Dass der Wettbewerb in Deutschland floriert, ist sogar wissenschaftlich belegt. In der jüngsten Studie zum Thema urteilen das Wissenschaftliche Institut für Infrastruktur und Kommunikationsdienste (WIK) sowie die Beratungsgesellschaft EY Ende Januar, „dass sowohl auf dem Endkunden- als auch auf dem Vorleistungsmarkt im Bereich des öffentlichen Mobilfunks wirksamer Wettbewerb herrscht und keine Anzeichen für eine zukünftige Verschlechterung der Wettbewerbsverhältnisse zulasten der Endkunden vorliegen.“ Obwohl die Studie den bestehenden Wettbewerb tendenziell sogar unterschätzt und einige der letzten Vertragsschlüsse unter den Anbietern noch gar nicht berücksichtigt, gibt es teils lautstarke Kritik – mit klaren ökonomischen Einzelinteressen dahinter. Diese Grabenkämpfe sind die falsche Debatte für unser Land.

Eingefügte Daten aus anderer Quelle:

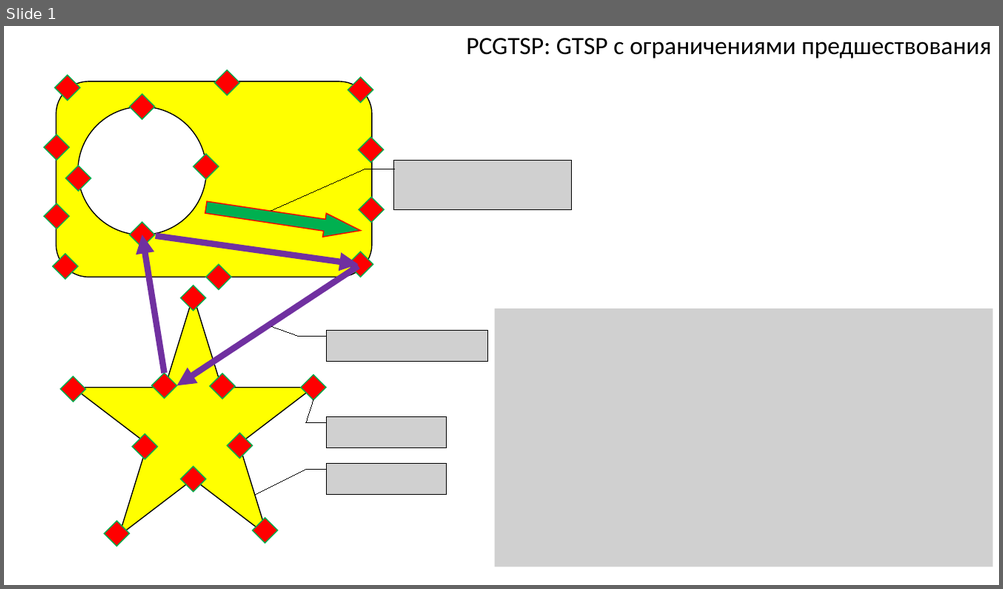
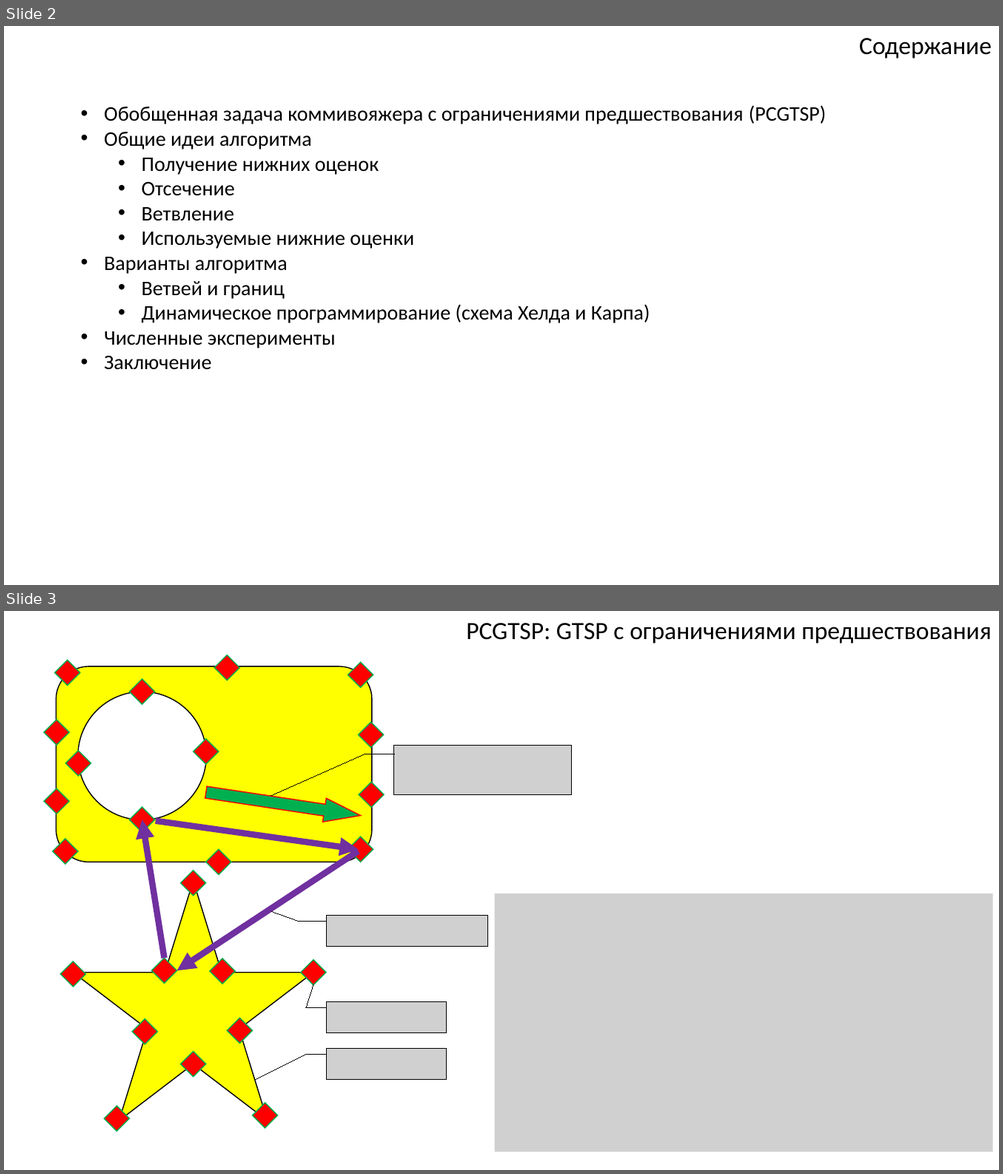
Before and after one commit to ukoloff/these, a slide deck: article/pcgtsp.pptx. Shown one above the other, each under a label of ours: slide 1 before the commit, slides 2 and 3 after it. The pictures are 1003x589 and 1003x1174 pixels, drawn with LibreOffice and Linux fonts; fonts in the diff are those of the drawing; grey boxes stand for pictures. Boxes give left, top, right and bottom in pixels: in the first picture for what was removed or moved away, otherwise in the second. Text is boxed around its words. In the diff, an @@ line names an element or a change of style, - is before the commit and + after.

```diff
--- a/article/pcgtsp.pptx
+++ b/article/pcgtsp.pptx
@@ slide 2 added at (x1=4, y1=26, x2=999, y2=585), background #FFFFFF @@
@@ text added at (x1=859, y1=38, x2=991, y2=59), 24 pt, text #000000 @@
+Содержание
@@ text added at (x1=104, y1=105, x2=826, y2=370), 20 pt, text #000000 @@
+• Обобщенная задача коммивояжера с ограничениями предшествования (PCGTSP)
+• Общие идеи алгоритма
+  • Получение нижних оценок
+  • Отсечение
+  • Ветвление
+  • Используемые нижние оценки
+• Варианты алгоритма
+  • Ветвей и границ
+  • Динамическое программирование (схема Хелда и Карпа)
+• Численные эксперименты
+• Заключение
@@ what was slide 1 is now slide 3 @@
```
Also in this commit, not shown: 1 slide changed, 3 other slides added.
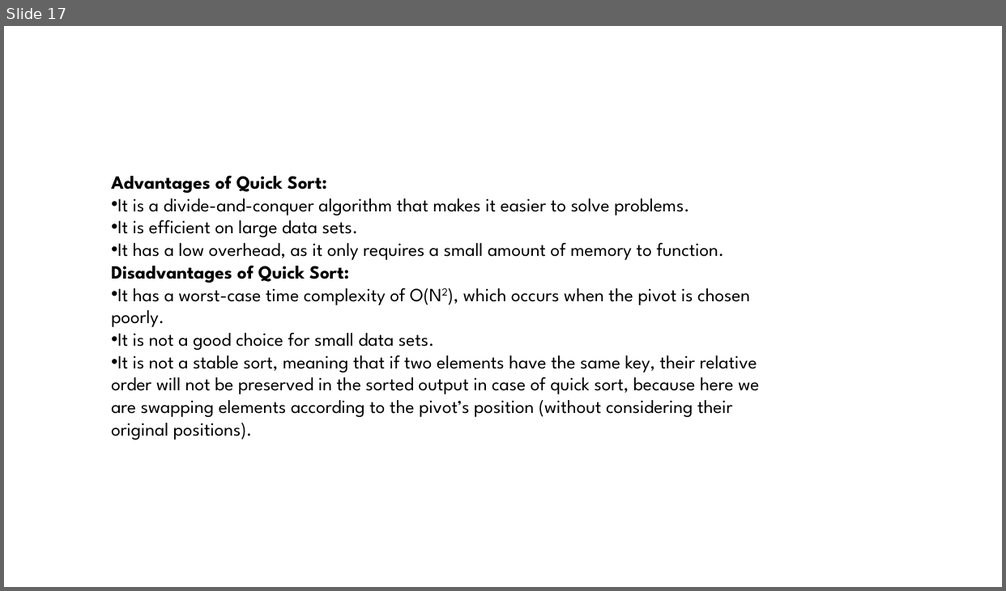
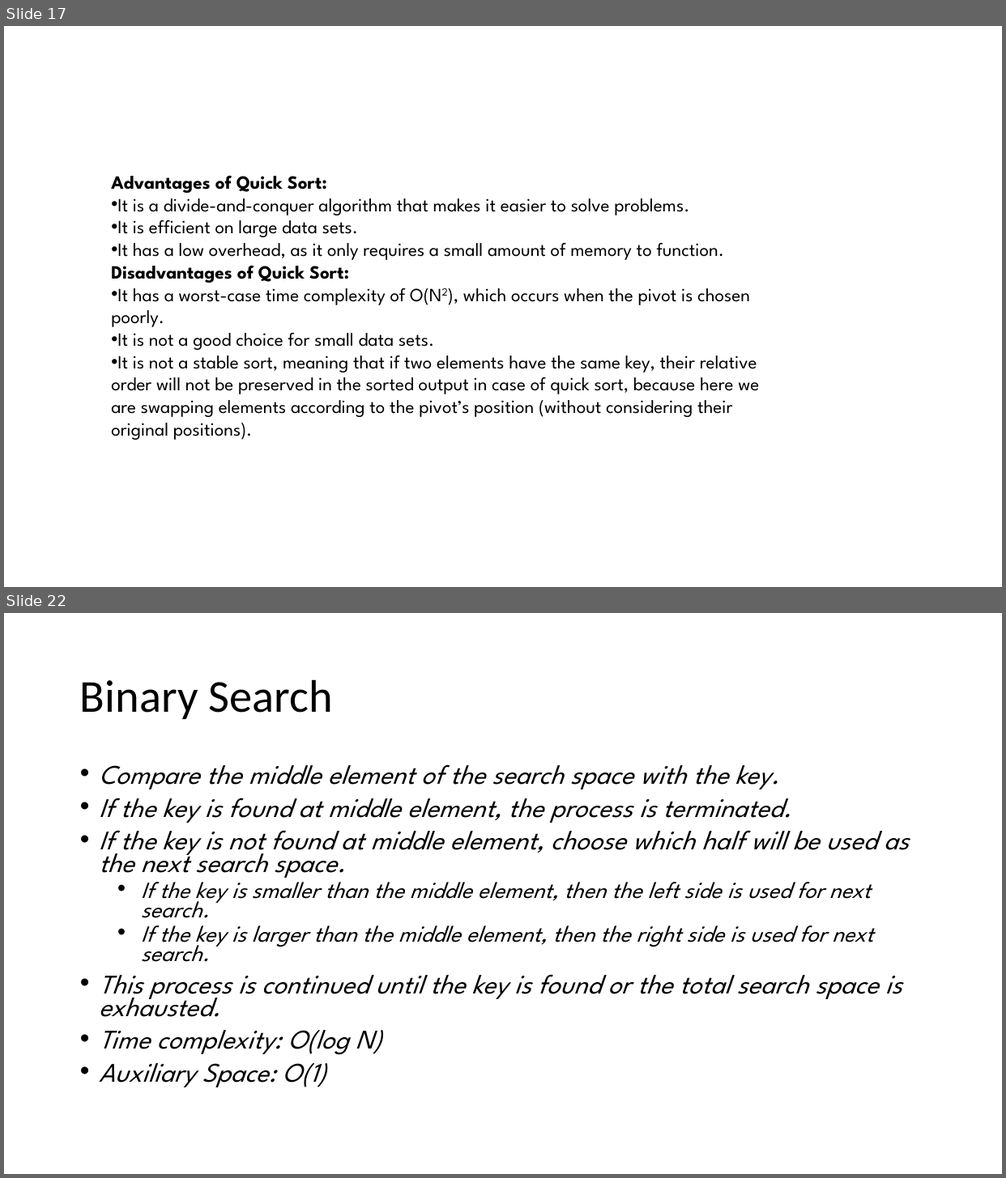
Before and after one commit to anupam2741/ToDo-List, a slide deck: sorting.pptx. Shown one above the other, each under a label of ours: slide 17 before the commit, slides 17 and 22 after it; the slides between them are not shown. The pictures are 1006x591 and 1006x1178 pixels, drawn with LibreOffice and Linux fonts; fonts in the diff are those of the drawing. Boxes give left, top, right and bottom in pixels: in the first picture for what was removed or moved away, otherwise in the second. Text is boxed around its words. In the diff, an @@ line names an element or a change of style, - is before the commit and + after.

```diff
--- a/sorting.pptx
+++ b/sorting.pptx
@@ slide 22 added at box(4, 613, 1002, 1174), background #FFFFFF @@
@@ title added at box(80, 679, 332, 719), 44 pt, text #000000 @@
+Binary Search
@@ text added at box(99, 765, 909, 1088), 25.9 pt, text #000000, italic @@
+• Compare the middle element of the search space with the key.
+• If the key is found at middle element, the process is terminated.
+• If the key is not found at middle element, choose which half will be used as the next search space.
+  • If the key is smaller than the middle element, then the left side is used for next search.
+  • If the key is larger than the middle element, then the right side is used for next search.
+• This process is continued until the key is found or the total search space is exhausted.
+• Time complexity: O(log N)
+• Auxiliary Space: O(1)
```
Also in this commit, not shown: 6 other slides added.

Milliarden-Summen aus Auktionen wären besser in Netzausbau investiert
Wir sollten uns in Deutschland, wo die Wirtschaft mit schwachem Wachstum kämpft, besser mit der Frage befassen, wie wir die Zukunft des Mobilfunks so gestalten, dass er als Motor der Digitalisierung die Wettbewerbsfähigkeit vorantreibt. In der Vergangenheit mussten Mobilfunkfrequenzen von Unternehmen für Milliarden-Summen ersteigert werden. Insgesamt hat der Staat so seit dem Jahr 2000 über 66 Milliarden Euro eingenommen. Diese Summen wären gerade heute besser im Netzausbau investiert. Nur eine Verlängerung der Bestandsfrequenzen, in die bereits Milliarden investiert wurden, lässt die Netze noch schneller noch besser werden und verhindert massive Qualitäts- und Versorgungseinbrüche für Millionen Menschen.
Auch die EU-Kommission mahnt, die Frequenzspektrumsvergabe nicht als „Cash Cow“ zum Füllen des Staatshaushaltes zu missbrauchen. Andere EU-Staaten können hier als Vorbild dienen. Eines von vielen Beispielen für die Verlängerung von Frequenzspektrum: Schweden, das in internationalen Netztests regelmäßig Topplatzierungen belegt, hatte bereits im Jahr 2010 Lizenzen für die Betreiber umfassend verlängert.
Es gibt in Europa einen guten Bestand von innovationsstarken und investitionsbereiten Telekommunikationsanbietern. Wenn diese Unternehmen durch eine zukunftsweisende Regulierung unterstützt werden, können sie die Netze der Zukunft errichten und die Innovationslücke schließen. Sie sind bereit, ihren Beitrag für eine schnelle Digitalisierung zu leisten. Telekommunikationsunternehmen, die zumindest ihre Kapitalkosten verdienen und ihr Geschäft skalieren können, sind die beste Voraussetzung für digitale Souveränität und eine erfolgreiche digitale Transformation der Wirtschaft. All dies wird unser aller Wohlstand sichern. Ohne starke Netze und gestärkte Netzanbieter scheitert die notwendige digitale Aufholjagd der deutschen Wirtschaft.
Markus Haas ist seit 2017 Vorstandsvorsitzender des Telekommunikationsunternehmens O2 Telefónica.